* [WHAT THE TASK ASKS]: What lines below contain the word "page"? Please pull each one out.

─── INFORMATION SHOWN ───

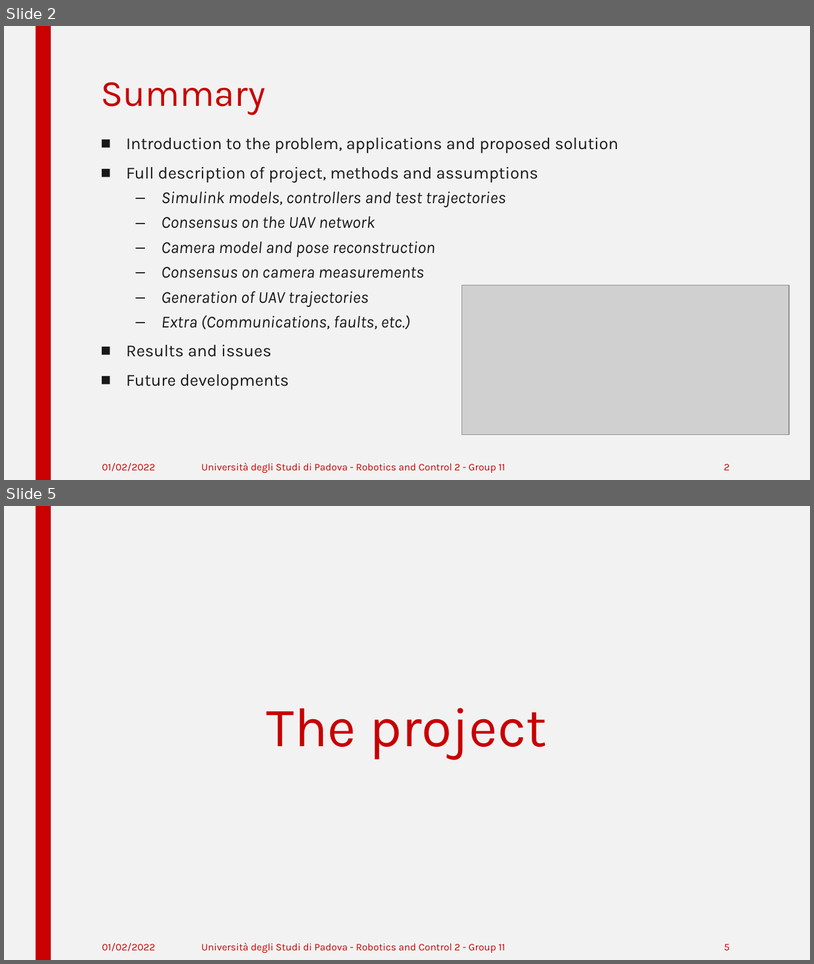
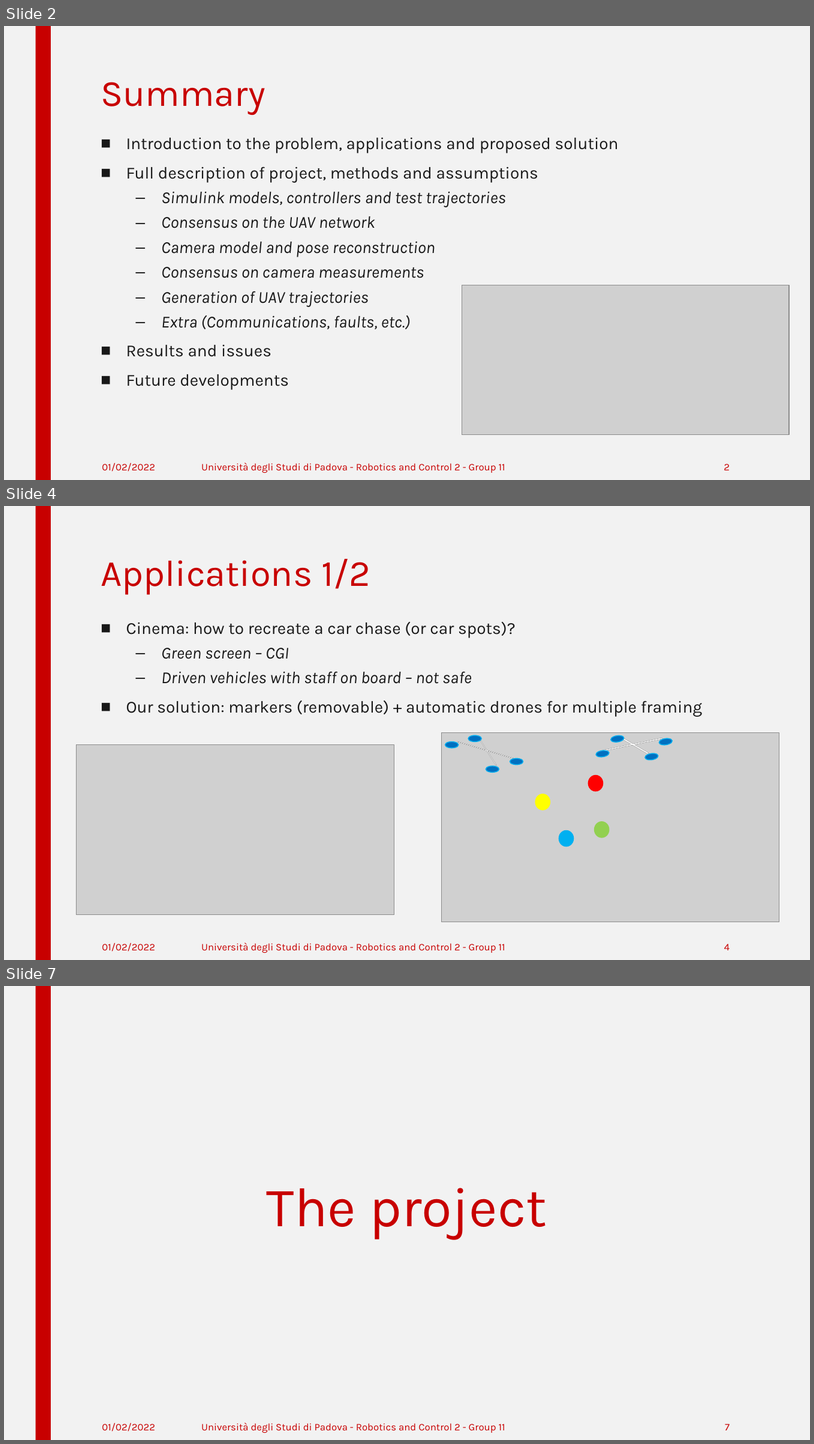
Before and after one commit to edopast/ROBOTICS_2_project, a slide deck: Presentation.pptx. Shown one above the other, each under a label of ours: slides 2 and 5 before the commit, slides 2, 4 and 7 after it; the slides between them are not shown. The pictures are 814x964 and 814x1444 pixels, drawn with LibreOffice and Linux fonts; fonts in the diff are those of the drawing; grey boxes stand for pictures. Boxes give left, top, right and bottom in pixels: in the first picture for what was removed or moved away, otherwise in the second. Text is boxed around its words. In the diff, an @@ line names an element or a change of style, - is before the commit and + after.

```diff
--- a/Presentation.pptx
+++ b/Presentation.pptx
@@ slide 4 added at (x1=4, y1=506, x2=810, y2=960), background #F2F2F2; not listed: 1 template element that a slide beside it also shows @@
@@ title added at (x1=101, y1=559, x2=371, y2=595), 44 pt, text #C80000 @@
+Applications 1/2
@@ text added at (x1=126, y1=622, x2=702, y2=717), 20 pt, text #181818 @@
+■ Cinema: how to recreate a car chase (or car spots)?
+  – Green screen – CGI
+  – Driven vehicles with staff on board – not safe
+■ Our solution: markers (removable) + automatic drones for multiple framing
@@ plus added at (x1=443, y1=706, x2=531, y2=795), fill #FFFFFF, outline #F2F2F2 2.75 pt @@
@@ plus added at (x1=598, y1=709, x2=668, y2=779), fill #FFFFFF, outline #F2F2F2 2.75 pt @@
@@ picture added at (x1=442, y1=733, x2=780, y2=922) @@
@@ ellipse added at (x1=468, y1=735, x2=482, y2=741), fill #0070C0, outline #00B0F0 1 pt @@
@@ ellipse added at (x1=611, y1=735, x2=625, y2=742), fill #0070C0, outline #00B0F0 1 pt @@
@@ ellipse added at (x1=659, y1=738, x2=673, y2=745), fill #0070C0, outline #00B0F0 1 pt @@
@@ picture added at (x1=76, y1=744, x2=394, y2=915) @@
@@ ellipse added at (x1=446, y1=741, x2=459, y2=747), fill #0070C0, outline #00B0F0 1 pt @@
@@ ellipse added at (x1=596, y1=750, x2=610, y2=757), fill #0070C0, outline #00B0F0 1 pt @@
@@ ellipse added at (x1=645, y1=753, x2=659, y2=760), fill #0070C0, outline #00B0F0 1 pt @@
@@ ellipse added at (x1=486, y1=766, x2=500, y2=772), fill #0070C0, outline #00B0F0 1 pt @@
@@ ellipse added at (x1=510, y1=758, x2=524, y2=765), fill #0070C0, outline #00B0F0 1 pt @@
@@ ellipse added at (x1=590, y1=776, x2=603, y2=790), fill #FF0000, outline #FF0000 2.75 pt @@
@@ ellipse added at (x1=536, y1=795, x2=549, y2=809), fill #FFFF00, outline #FFFF00 2.75 pt @@
@@ ellipse added at (x1=596, y1=822, x2=609, y2=837), fill #92D050, outline #92D050 2.75 pt @@
@@ ellipse added at (x1=560, y1=831, x2=573, y2=846), fill #00B0F0, outline #00B0F0 2.75 pt @@
@@ text added at (x1=102, y1=942, x2=155, y2=951), 12 pt, text #C80000 @@
+01/02/2022
@@ text added at (x1=201, y1=942, x2=506, y2=952), 12 pt, text #C80000 @@
+Università degli Studi di Padova - Robotics and Control 2 - Group 11
@@ page number added at (x1=725, y1=943, x2=730, y2=950), 12 pt, text #C80000 @@
+4
@@ what was slide 5 is now slide 7 @@
@@ page number at (x1=725, y1=1423, x2=730, y2=1430): text changed @@
-5
+7
```
Also in this commit, not shown: 2 slides changed, 1 other slide added.

───

* [SOLUTION FOR THIS EXERCISE]:
@@ page number added at (x1=725, y1=943, x2=730, y2=950), 12 pt, text #C80000 @@
@@ page number at (x1=725, y1=1423, x2=730, y2=1430): text changed @@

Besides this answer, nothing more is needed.